Yes, of course I know you knew I would give this movie a Full Price rating, just from the preview alone. I am not afraid to admit that my companion and I sat, long after the credits had stopped and lights had come up, not wanting to leave the theatre because it felt…too soon. We just wanted to bask in it for a while. We felt like we had had a delicious and sumptuous feast, with sweetness and tartness and even a bittersweet finish. The film is a surprise and a delight, and by all means please go see it. I could see it again and again.
Written and directed by Richard Curtis, much has been made of this writer with the bodacious chick flick pedigree of Four Weddings and a Funeral, Notting Hill and Bridget Jones. However, let’s not forget the other things he has written, such as the inestimable Black Adder series and the little known but fantastic The Tall Guy. This is his directorial debut – it is probably wise for such a complex story structure to be directed by the writer. He handles the multiple plot lines with aplomb. Is it a chick flick? Oh hell yeah. But I think any sensible man who can appreciate a well-written story and some boobies as well will be happy to let his girlfriend have sex with him after they see it. Because she will want to. Hear that, fellas? (Ladies, you get Rodrigo Santoro and of course Hugh and Colin.)
Add the enormous cast of Brit wit darlings and consistently emotionally complex actors, the pedigree, what’s not to like? Oh believe you me, I was terrified that my expectations would be too high. The feel-good preview, with Hugh Grant dancing charmingly and Colin Firth smiling accessibly and Emma Thompson shrewdly seeing through husband Alan Rickman’s foolishness, Laura Linney vibrating with palpable joy…Maybe it looks glib and flip and Christmas fluffy, and you wonder, how can they tie these people together? But there are even more people to enjoy than just these! Little characters with smile-inducing plotlines and sweet, honest connections balance out the star-studded, heart-tugging bigger stories. Everyone in the film ties together in some way, either directly through being related or through friendship, or just being there to make that last second happen as it should, but it never feels forced or contrived, merely magical.
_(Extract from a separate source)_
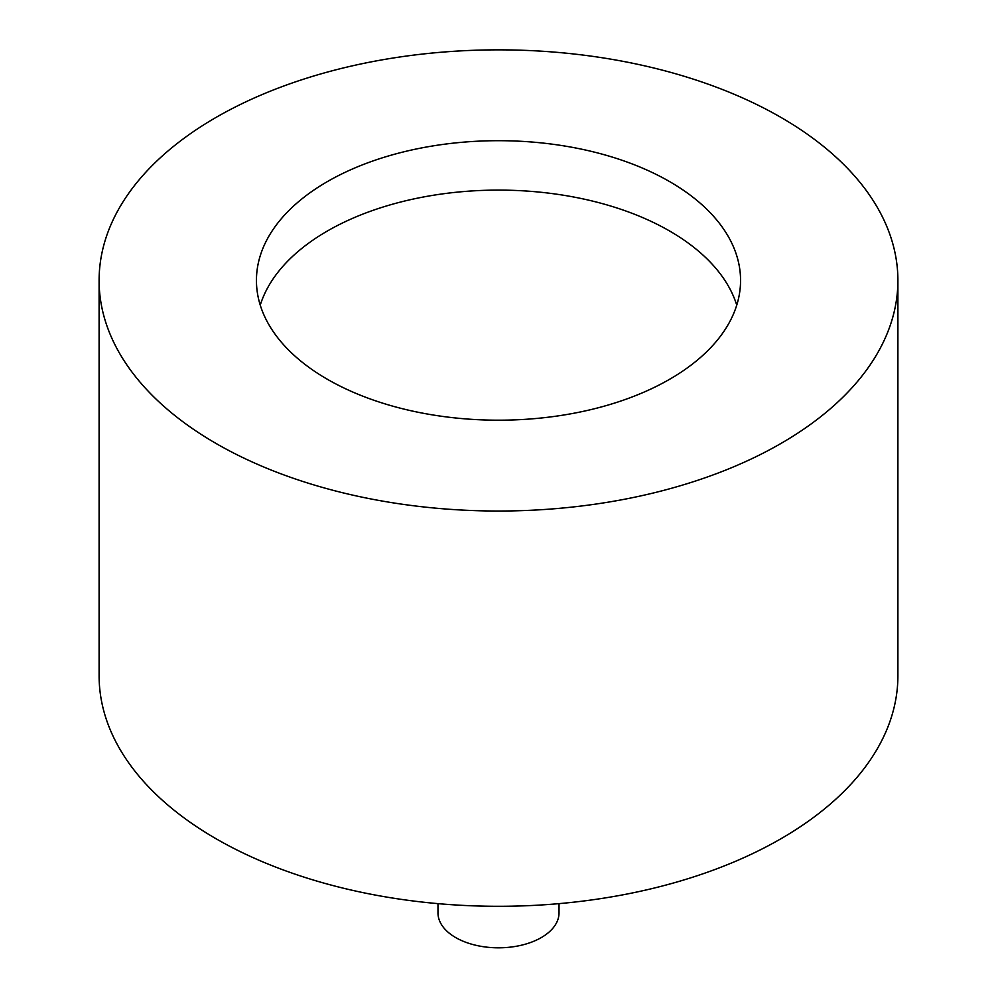 <?xml version="1.0" encoding="UTF-8"?>
<svg xmlns="http://www.w3.org/2000/svg" width="997" height="997" viewBox="0 0 997 997"><rect width="100%" height="100%" fill="white"/><g stroke="black" fill="none" stroke-linecap="round" stroke-linejoin="round"><path stroke-width="1.5" d="M99.102 280.444L99.102 675.717A399.398 230.594 0 0 0 216.087 838.764A399.398 230.594 0 0 0 651.34 888.751A399.398 230.594 0 0 0 897.898 675.717L897.898 280.444A399.398 230.594 0 0 0 498.5 49.85A399.398 230.594 0 0 0 99.102 280.444A399.398 230.594 0 0 0 216.087 443.491A399.398 230.594 0 0 0 651.34 493.478A399.398 230.594 0 0 0 897.898 280.444M327.34 379.259A242.059 139.754 0 0 0 591.134 409.555A242.059 139.754 0 0 0 740.559 280.444A242.059 139.754 0 0 0 498.5 140.689A242.059 139.754 0 0 0 256.441 280.444A242.059 139.754 0 0 0 327.34 379.259M559.018 903.643L559.018 912.878A60.518 34.932 180 0 1 521.655 945.156A60.518 34.932 180 0 1 455.716 937.591A60.518 34.932 180 0 1 437.982 912.878L437.982 903.643M736.746 305.144A242.059 139.754 0 0 0 498.5 190.103A242.059 139.754 0 0 0 260.254 305.144"/></g></svg>

The idea is that love is everywhere, in different shapes and forms, perhaps, than we traditionally search for it in a love story type narrative, and the film is chockablock with the many flavors of love. Oh yeah, and be honest about it too. Love Actually is heartening and lovely and rich. And it’s really not all just a bunch of couples hooking up. We have the agonies of first love, the rapture of a first kiss, the stress of unexpected advances, the complexities of sibling relations, the palpable disappointment of one’s own mistakes, the terror of loss, and the anticipation and awkwardness of just asking her out. With so many characters and plotlines, still somehow Curtis makes you know and even care about every person on screen, which is a screenwriting feat to beat the band, let me tell you. After seeing a film like The Human Stain, an overly intense drama with very few people, and nary a feeling evoked, having so many people enter your consciousness so effortlessly and leave warm, sure footprints is amazing. Each story line could stand alone, but the interweaving adds so much to each story. Curtis has, with this fourth Working Title chick flick, possibly ruined it for all men by just getting what women really want in an onscreen man, but we’re not complaining. Go see it!
MPAA Rating R – sexuality, nudity and language
Release date 11/7/03
Time in minutes 129
Director Richard Curtis
Studio Universal Pictures
Coda: 20+ viewings later, I would rate this movie a legitimate classic.